------ Input material ------

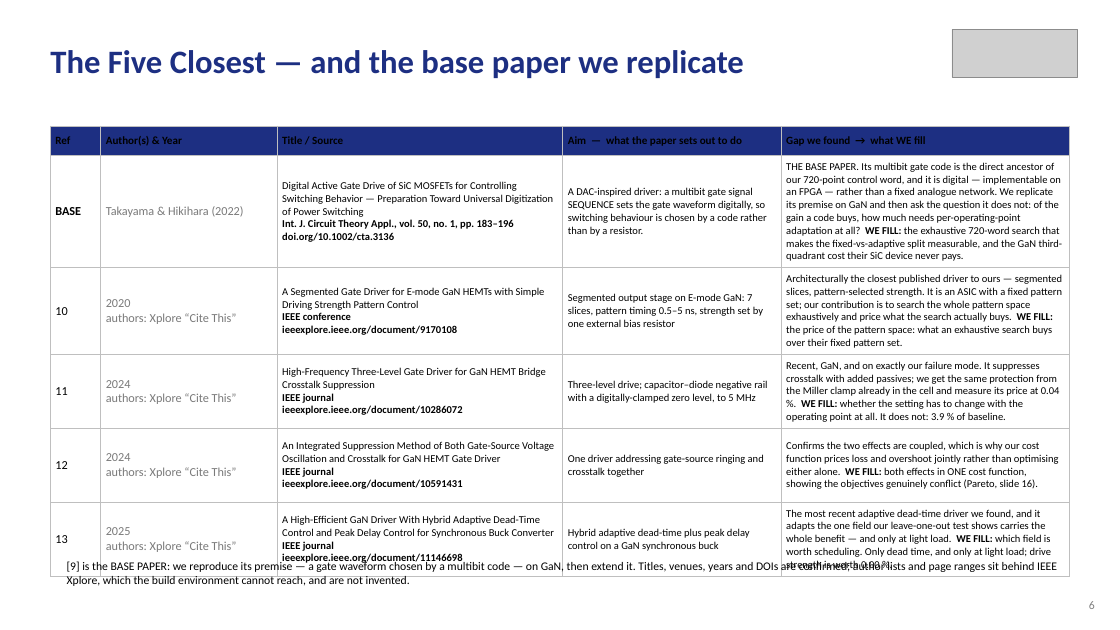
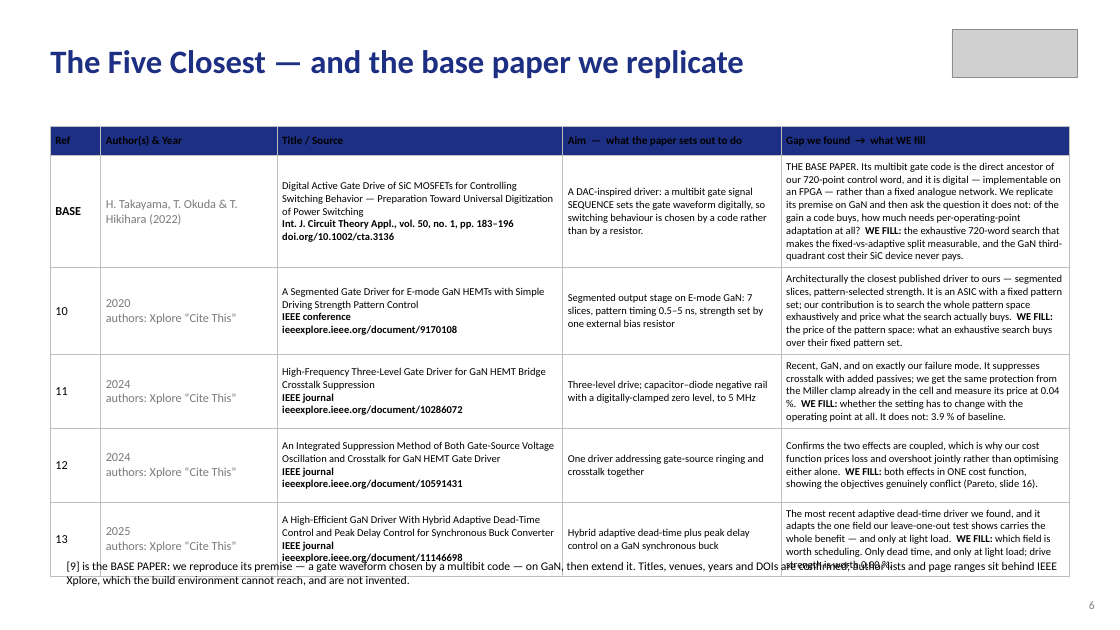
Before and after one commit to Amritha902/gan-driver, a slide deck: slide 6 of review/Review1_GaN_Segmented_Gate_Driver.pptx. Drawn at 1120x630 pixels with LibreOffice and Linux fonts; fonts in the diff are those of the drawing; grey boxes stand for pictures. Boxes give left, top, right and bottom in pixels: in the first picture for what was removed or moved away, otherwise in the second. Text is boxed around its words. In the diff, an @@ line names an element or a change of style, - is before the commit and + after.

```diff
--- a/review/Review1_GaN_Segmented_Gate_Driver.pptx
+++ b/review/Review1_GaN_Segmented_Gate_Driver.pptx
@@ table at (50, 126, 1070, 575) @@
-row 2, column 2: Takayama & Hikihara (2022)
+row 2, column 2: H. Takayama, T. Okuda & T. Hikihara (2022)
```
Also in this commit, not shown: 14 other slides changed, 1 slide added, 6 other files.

------

§ Activity: Provide the number of lines in the records above that contain the word "Hikihara", with no additional words.

§ Solved exercise: 2